Stopping criterion and backtracking

Update $r_p$ after step $z_p$

$$ A(x + \alpha z_p) - b = [A(x + z_p) = b] = Ax + \alpha(b - Ax) - b = (1 - \alpha)(Ax - b) $$

Total update after $k$ steps

$$ r^{(k)} = \prod_{i=0}^{k-1}(1 - \alpha^{(i)})r^{(0)} $$

Stopping criterion: $Ax = b$ and $\|r(x, \mu)\|_2 \leq \varepsilon$

Backtracking: $c \in (0, 1/2)$, $\beta = (0, 1)$

def linesearch(r, x, mu, z_p, z_d, c, beta):
  alpha = 1
  while norm(r(x + alpha * z_p, mu + alpha * z_d)) >= 
  (1 - c * alpha) * norm(r(x, mu)): 
      alpha *= beta   
  return alpha

Convergence theorem

The theorem result is similar to the case of feasible starting point

Theorem. Assume that

sublevel set $S = \{(x, \mu) \; | \; x \in D(f), \; \| r(x, \mu) \|_2 \leq \| r(x_0, \mu_0) \|_2 \}$ is closed
in the set $S$ norm of the inverse KKT matrix is bounded
hessian is Lipschitz in $S$.

Then convergence is

linear far from the solution and
quadratic in the sufficiently small neighbourhood.

General convex optimization problem

\begin{equation*} \begin{split} & \min_{x \in \mathbb{R}^n} f_0(x)\\ \text{s.t. } & f_i (x) \leq 0 \qquad i=1,\ldots,m\\ & Ax = b, \end{split} \end{equation*}

where $f_i$ are convex and twice smoothly differentiable, $A \in \mathbb{R}^{p \times n}$ and $\mathrm{rank} \; A = p < n$.

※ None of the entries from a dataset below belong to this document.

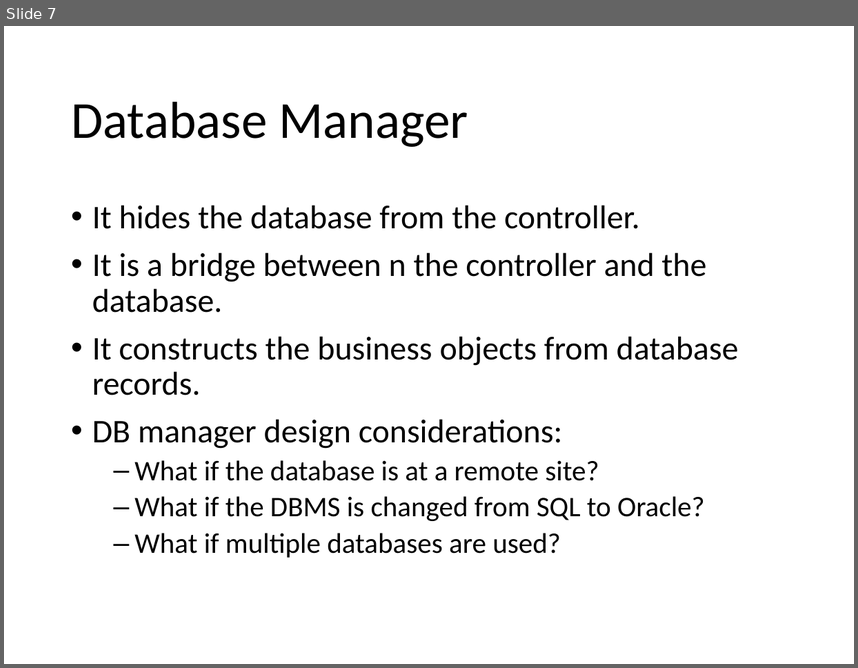
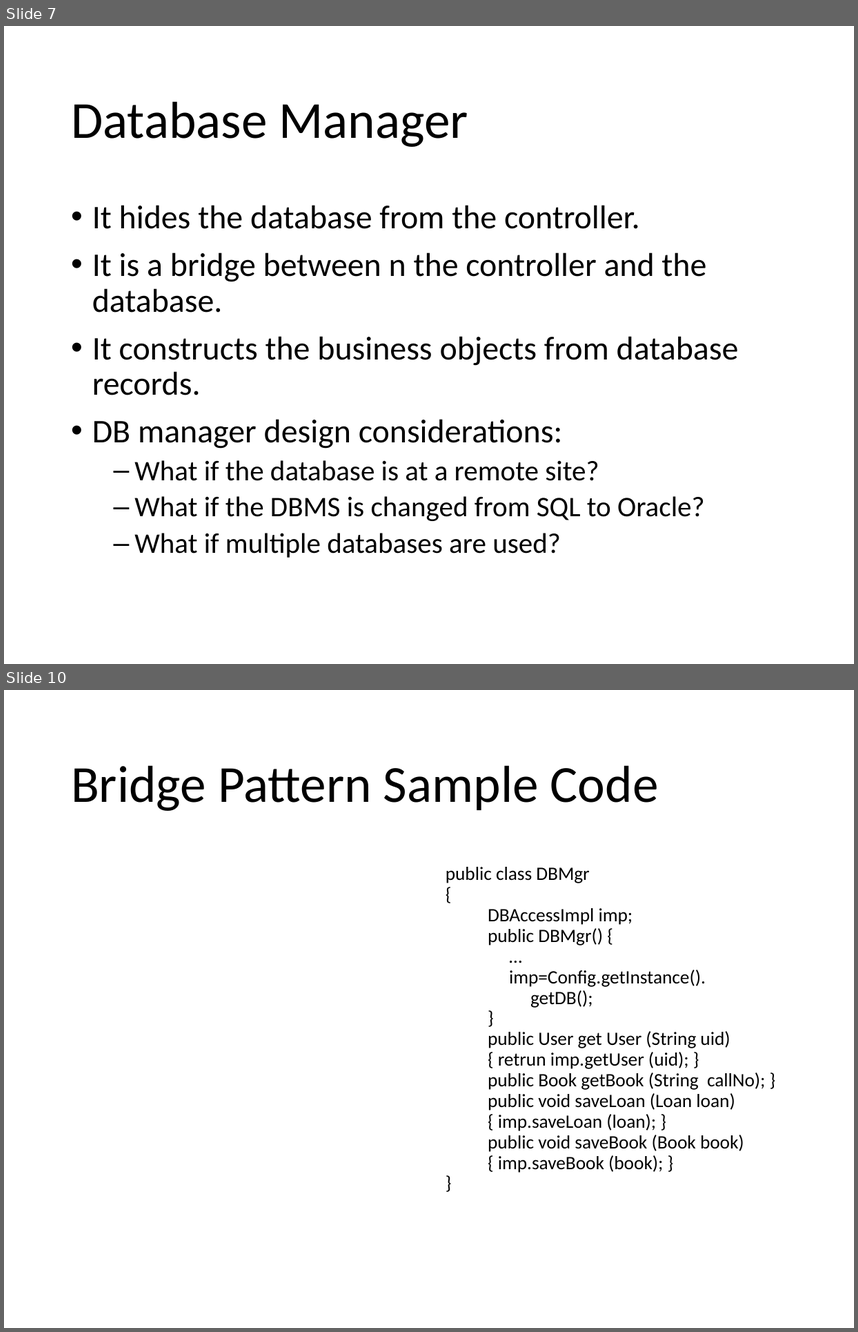
Before and after one commit to andrewduong77/cse4361, a slide deck: Lecture/CSE 4361 Lecture 12 Thu 10-3-19.pptx. Shown one above the other, each under a label of ours: slide 7 before the commit, slides 7 and 10 after it; the slides between them are not shown. The pictures are 858x668 and 858x1332 pixels, drawn with LibreOffice and Linux fonts; fonts in the diff are those of the drawing. Boxes give left, top, right and bottom in pixels: in the first picture for what was removed or moved away, otherwise in the second. Text is boxed around its words. In the diff, an @@ line names an element or a change of style, - is before the commit and + after.

```diff
--- a/Lecture/CSE 4361 Lecture 12 Thu 10-3-19.pptx
+++ b/Lecture/CSE 4361 Lecture 12 Thu 10-3-19.pptx
@@ slide 10 added at [4,690,854,1328], background #FFFFFF @@
@@ title added at [71,765,659,811], 44 pt, text #000000 @@
+Bridge Pattern Sample Code
@@ text added at [446,867,766,1172], 16 pt, text #000000 @@
+public class DBMgr
+{
+DBAccessImpl imp;
+public DBMgr() {
+…
+imp=Config.getInstance().
+getDB();
+}
+public User get User (String uid)
+{ retrun imp.getUser (uid); }
+public Book getBook (String callNo); }
+public void saveLoan (Loan loan)
+{ imp.saveLoan (loan); }
+public void saveBook (Book book)
+{ imp.saveBook (book); }
+}
```
Also in this commit, not shown: 5 other slides added.

Assume that the problem is strictly feasible, i.e. Slater conditions are satisfied.

Optimality conditions

Primal feasibility

$$ Ax^* = b, \; f_i(x^*) \leq 0, \; i = 1,\ldots,m $$

Dual feasibility

$$ \lambda^* \geq 0 $$

Lagrangian stationarity

$$ f'_0(x^*) + \sum_{i=1}^m \lambda^*_if'_i(x^*) + A^{\top}\mu^* = 0 $$

Complementary slackness condition

$$ \lambda^*_i f_i(x^*) = 0, \qquad i = 1,\ldots, m $$

Idea

Reduce the problem with inequality constraints to sequence of equality constrained problems
Use methods for solving equality constrained problems

\begin{equation*} \begin{split} & \min f_0(x) + \sum_{i=1}^m I_-(f_i(x))\\ \text{s.t. } & Ax = b, \end{split} \end{equation*}

where $I_-$ is an indicator function

$$ I_-(u) = \begin{cases} 0, & u \leq 0\\ \infty, & u > 0 \end{cases} $$

Issue. Now objective function is not differentiable.

Logarithmic barier

Idea. Approximate function $I_-(u)$ with function

$$ \hat{I}_-(u) = -t\log(-u), $$

where $t > 0$ is fixed parameter.

Functions $I_-(u)$ and $\hat{I}_-(u)$ are convex and non-decreasing
But $\hat{I}_-(u)$ is differentiable and approximates $I_-(u)$ while $t \to 0$



In [3]:

    
%matplotlib inline
import matplotlib.pyplot as plt
plt.rc("text", usetex=True)
import numpy as np

x = np.linspace(-2, 0, 100000, endpoint=False)
plt.figure(figsize=(10, 6))
for t in [0.1, 0.5, 1, 1.5, 2]:
    plt.plot(x, -t * np.log(-x), label=r"$t = " + str(t) + "$")
plt.legend(fontsize=20)
plt.xticks(fontsize=20)
plt.yticks(fontsize=20)
_ = plt.xlabel("$u$", fontsize=26)

"Constrained" problem

\begin{equation*} \begin{split} & \min f_0(x) + \sum_{i=1}^m -t \log(-f_i(x))\\ \text{s.t. } & Ax = b, \end{split} \end{equation*}

The problem is still convex
Function

$$ \phi(x) = -\sum\limits_{i=1}^m \log(-f_i(x)) $$

is called logarithmic barier.

Its domain is a set of points such that the inequality constraints are strictly feasible.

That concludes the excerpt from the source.